Plastic Oceans
40kg of plastic in your stomach. Wow, that’s hard to imagine, but it was sadly a reality for the latest whale that washed up dead in the Philippines this week. The whale’s stomach was full of rice bags, banana plantation bags, and plastic shopping bags. I doubt you’d want to eat that, so it still kills me to think why we’re feeding it to our oceanic neighbours.
It’s not an uncommon occurrence. Plastic pollution coupled with whaling, shark finning, and overfishing is killing the life in our oceans faster than you think. Japan has just dropped out of the international whaling commission and will start whaling again next year, the numbers of sharks have dropped by 89% in the last 20 years due to finning and long line fishing practices, and we’re running low on fish stocks. The fish that we are eating, most likely, now contains micro-plastics. Micro-plastics come from your clothes in the washing machine, tyres on the roads washing into our waste system, and plastic being shipped to developing countries to ‘recycle’. We’re literally eating our bins.

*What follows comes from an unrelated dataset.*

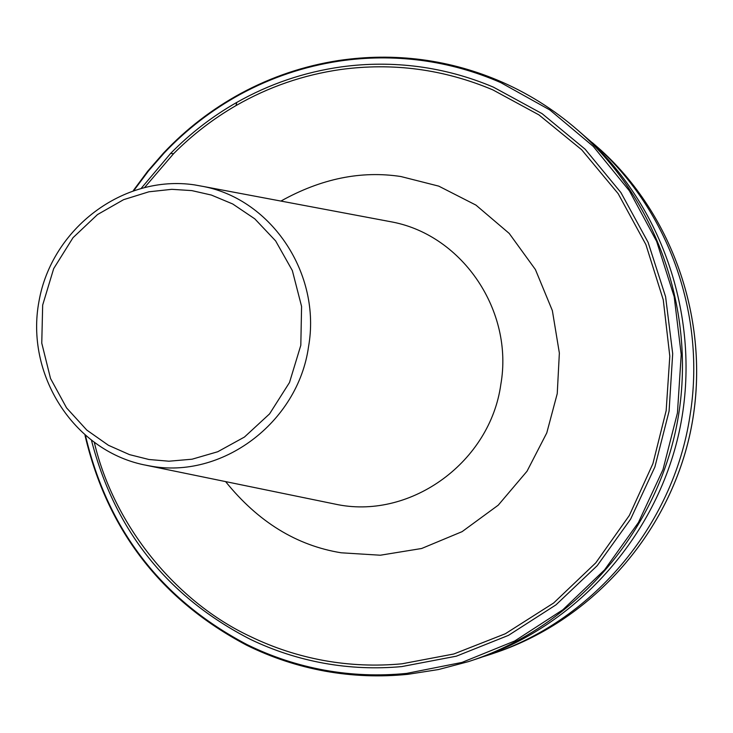 <?xml version="1.0" encoding="UTF-8"?>
<svg xmlns="http://www.w3.org/2000/svg" width="733" height="733" viewBox="0 0 733 733"><rect width="100%" height="100%" fill="white"/><g stroke="black" fill="none" stroke-linecap="round" stroke-linejoin="round"><path stroke-width="1.1" d="M583.266 135.055L596.974 146.783C669.339 211.864 706.136 316.418 690.037 415.4C673.499 526.505 590.734 623.224 486.739 655.577L483.056 656.731M578.135 130.501L587.38 138.574C665.5 209.766 702.251 324.838 679.289 431.38C656.09 537.885 575.038 627.311 474.489 659.627M94.429 442.851C113.853 525.158 175.7 601.692 250.521 636.583C273.922 647.89 298.459 655.888 324.133 660.561C349.824 665.179 375.772 666.26 401.968 663.805L453.764 654.001L505.312 633.761L553.644 603.002L595.792 562.834L629.363 515.418L652.911 463.677L666.16 410.682L669.806 356.201L663.264 299.834L645.883 244.575L618.139 193.613L581.663 149.743L538.92 114.879L492.75 89.829C443.621 69.186 392.906 62.424 340.607 69.525C303.435 74.867 268.562 86.897 235.971 105.607C213.065 118.865 192.257 134.909 173.547 153.728L144.896 187.162M146.334 465.318L338.188 504.735C411.845 518.918 490.258 461.653 500.831 384.385C513.76 311.223 462.926 235.889 392.842 222.126L203.875 186.576C272.108 199.99 321.384 274.27 308.556 346.581C298.029 422.932 221.476 479.739 149.752 465.931L143.604 464.759C73.053 449.833 25.215 373.967 38.986 301.3C51.759 228.467 123.254 174.234 194.52 184.881L203.875 186.576L194.557 184.89M280.913 201.071C321.136 178.632 361.122 170.45 400.859 176.525L438.755 186.136L475.946 205.103L509.215 233.424L535.411 269.552L552.361 310.609L559.361 353.059L557.245 393.639L546.772 432.919L527.027 471.227L498.22 505.193L462.102 531.645L421.64 548.495L380.317 555.22L341.212 552.792C296.618 545.581 258.089 521.869 225.636 481.645M191.826 190.607L211.361 195.051L232.709 203.976L254.791 218.846L275.635 240.919L292.339 270.559L301.584 306.458L300.814 345.298L289.498 382.507L269.561 413.888L244.446 437.051L217.728 451.748L192.064 459.206L168.947 461.213L148.955 459.499L129.521 454.634L108.438 445.298L86.806 430.097L66.575 407.905L50.522 378.475L41.763 343.136L42.67 305.075L53.692 268.599L73.034 237.666L97.471 214.586L123.62 199.66L148.909 191.799L171.843 189.325L191.826 190.607M134.075 190.223L148.396 171.046L164.146 153.032C186.466 129.475 211.819 109.923 240.204 94.374C271.228 77.524 304.195 66.446 339.086 61.132C366.381 57.073 393.749 56.826 421.209 60.399C448.66 64.046 475.176 71.44 500.749 82.6L549.897 109.977L593.29 146.417L629.335 190.745L656.658 241.432L674.186 296.7L681.214 354.552L677.448 412.899L662.999 469.587L638.397 522.547L604.588 569.843L562.834 609.783L514.713 640.99L462.001 662.412L406.623 673.398C378.998 676.138 351.648 675.066 324.554 670.173C297.488 665.216 271.659 656.695 247.076 644.609C161.764 599.731 107.934 530.161 85.569 435.906M407.869 674.314C379.987 677.127 352.371 676.064 325.021 671.126M173.547 153.728L170.642 153.399C190.36 133.296 212.414 116.3 236.814 102.391C269.414 83.956 304.25 72.127 341.312 66.886C366.995 63.359 392.741 63.285 418.534 66.657C444.326 70.093 469.285 76.928 493.401 87.145L542.063 113.633L585.108 149.175L620.915 192.568L648.1 242.339L665.591 296.7L672.692 353.663L669.082 411.149L654.881 466.994L630.618 519.138L597.221 565.665L555.962 604.872L508.427 635.383L456.384 656.172L401.757 666.59C375.571 668.972 349.641 667.855 323.968 663.237C298.313 658.555 273.776 650.592 250.374 639.341C167.967 597.047 115.035 530.848 91.579 440.753M338.536 60.582C366.243 56.359 394.042 56.065 421.942 59.685C449.787 63.386 476.67 70.927 502.581 82.325M324.847 671.098C297.561 666.077 271.531 657.455 246.774 645.214M170.642 153.399L141.478 188.024M592.411 142.715L601.197 150.393C676.761 219.268 712.284 330.409 690.11 433.304C667.717 536.153 589.396 622.528 492.136 653.79C589.433 622.509 667.736 536.135 690.138 433.304C712.302 330.436 676.788 219.295 601.197 150.393L596.974 146.783M502.691 82.371C531.993 95.382 558.665 112.781 582.708 134.579C661.688 206.559 698.851 322.951 675.624 430.729C652.159 538.471 570.182 628.932 468.524 661.597L438.508 669.541L407.951 674.305M236.814 102.391L235.971 105.607M85.028 435.448C107.256 530.069 161.132 599.988 246.645 645.214C271.476 657.483 297.571 666.123 324.93 671.135C352.326 676.083 379.987 677.136 407.914 674.314L438.49 669.55L468.524 661.597M133.406 190.443L147.736 171.165L163.496 153.06C186.155 129.035 211.938 109.153 240.855 93.403C271.503 76.846 304.03 65.897 338.435 60.537C394.94 52.171 449.668 59.437 502.636 82.343C531.966 95.354 558.656 112.763 582.708 134.579L587.38 138.574"/></g></svg>
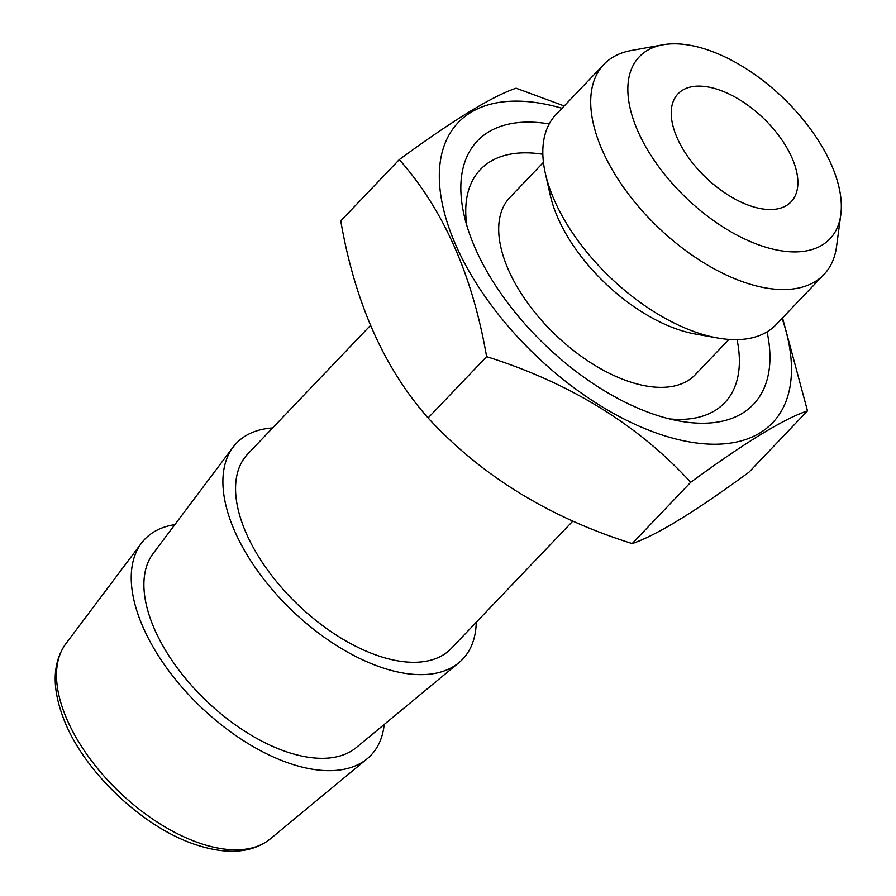 <?xml version="1.0" encoding="UTF-8"?>
<svg xmlns="http://www.w3.org/2000/svg" width="896" height="896" viewBox="0 0 896 896"><rect width="100%" height="100%" fill="white"/><g stroke="black" fill="none" stroke-linecap="round" stroke-linejoin="round"><path stroke-width="1.34" d="M384.194 724.472A156.374 82.634 -136.3 0 1 367.237 758.699A156.374 82.634 -136.3 0 1 200.827 706.989A156.374 82.634 -136.3 0 1 141.434 543.178A156.374 82.634 -136.3 0 1 174.832 524.642M476.235 622.294A156.374 82.634 -136.3 0 1 458.909 662.659L356.306 747.555A140.739 74.368 -136.3 0 1 206.539 701.019A140.739 74.368 -136.3 0 1 153.082 553.582L233.106 447.138A156.374 82.634 -136.3 0 1 272.619 427.952M458.909 662.659A156.374 82.634 -136.3 0 1 292.499 610.96A156.374 82.634 -136.3 0 1 233.106 447.138M572.891 521.035L451.36 648.357A140.739 74.368 -136.3 0 1 298.2 604.979A140.739 74.368 -136.3 0 1 247.744 454.003L370.406 325.494M782.522 317.901L807.498 410.872L748.989 472.181C695.094 511.694 656.163 535.494 632.195 543.581C549.259 517.563 481.23 475.675 428.086 417.95C383.936 367.931 354.827 302.254 340.771 220.909L399.291 159.6C453.186 120.086 492.117 96.286 516.085 88.2L564.222 105.952M807.498 410.872C783.698 418.858 744.778 442.658 690.715 482.272L632.195 543.581M690.715 482.272C637.874 424.726 569.834 382.85 486.606 356.642L428.086 417.95M486.606 356.642C472.483 275.15 443.386 209.474 399.291 159.6M782.085 318.36A217.37 114.867 -136.3 0 1 678.373 439.611A217.37 114.867 -136.3 0 1 453.398 239.445A217.37 114.867 -136.3 0 1 540.31 103.253A217.37 114.867 -136.3 0 1 561.994 108.282M767.054 331.845A190.781 100.822 -136.3 0 1 680.075 421.165A190.781 100.822 -136.3 0 1 464.05 214.973A190.781 100.822 -136.3 0 1 549.214 123.928M840.806 214.637L836.55 246.568A152.13 80.394 -136.3 0 1 823.962 274.49L776.104 324.621A152.13 80.394 -136.3 0 1 717.64 337.994L695.531 334.062A128.229 67.76 -136.3 0 1 550.334 195.474L545.384 173.578A152.13 80.394 -136.3 0 1 556.013 114.554L603.87 64.411A152.13 80.394 -136.3 0 1 631.165 50.534L662.861 44.8A131.802 69.642 -136.3 0 1 689.035 45.102A131.802 69.642 -136.3 0 1 796.163 111.395A131.802 69.642 -136.3 0 1 840.806 214.637A131.802 69.642 -136.3 0 1 686.47 198.206A131.802 69.642 -136.3 0 1 662.861 44.8M717.64 337.994A152.13 80.394 -136.3 0 1 545.384 173.578M728.952 339.405L695.318 374.651A128.229 67.76 -136.3 0 1 555.766 335.138A128.229 67.76 -136.3 0 1 509.79 197.579L543.435 162.333M737.05 339.629A168.885 89.253 -136.3 0 1 669.458 418.902M466.805 225.467A168.885 89.253 -136.3 0 1 542.842 154.258M707.549 86.878A78.187 41.317 -136.3 0 1 779.946 137.144A78.187 41.317 -136.3 0 1 791.112 201.813A78.187 41.317 -136.3 0 1 733.712 198.352A78.187 41.317 -136.3 0 1 677.253 138.141A78.187 41.317 -136.3 0 1 677.992 93.845A78.187 41.317 -136.3 0 1 707.549 86.878M823.962 274.49A152.13 80.394 -136.3 0 1 658.403 227.606A152.13 80.394 -136.3 0 1 603.87 64.411M367.237 758.699L270.178 839.003A141.59 74.816 -136.3 0 1 119.515 792.187A141.59 74.816 -136.3 0 1 65.744 643.866L141.434 543.178M270.178 839.003C252.37 852.802 228.301 854.941 197.971 845.41C142.453 828.352 81.211 768.846 62.72 716.33C51.778 686.47 52.774 662.312 65.744 643.866"/></g></svg>

It’s a depressing picture when you think of the plastic problem in the oceans but solutions are being investigated. Here are a few new innovative schemes to try and solve the problem:
- The Ocean Clean Up – machine built to collect ocean waste: theoceancleanup.com/
- WasteShark – plastic eating marine drone: ecocoast.com/wasteshark/
- Trashy Bags – upcycled bags made from plastic in Ghana: trashybags.org
- Ecobricks – making building bricks out of plastic waste: ecobricks.org/
- Evoware, seaweed packaging: evoware.id/
- Bioplast – compostable bioplastic packaging: https://en.biotec.de/bioplast/bioplast-300
You can do your bit by going to your local beach and collecting plastic, by raising awareness of the on-going problem, by making ecobricks, by reducing your plastic consumption and switching to plastic-free products….
It’s not as hard as you think to stop our whales being beached full of plastic.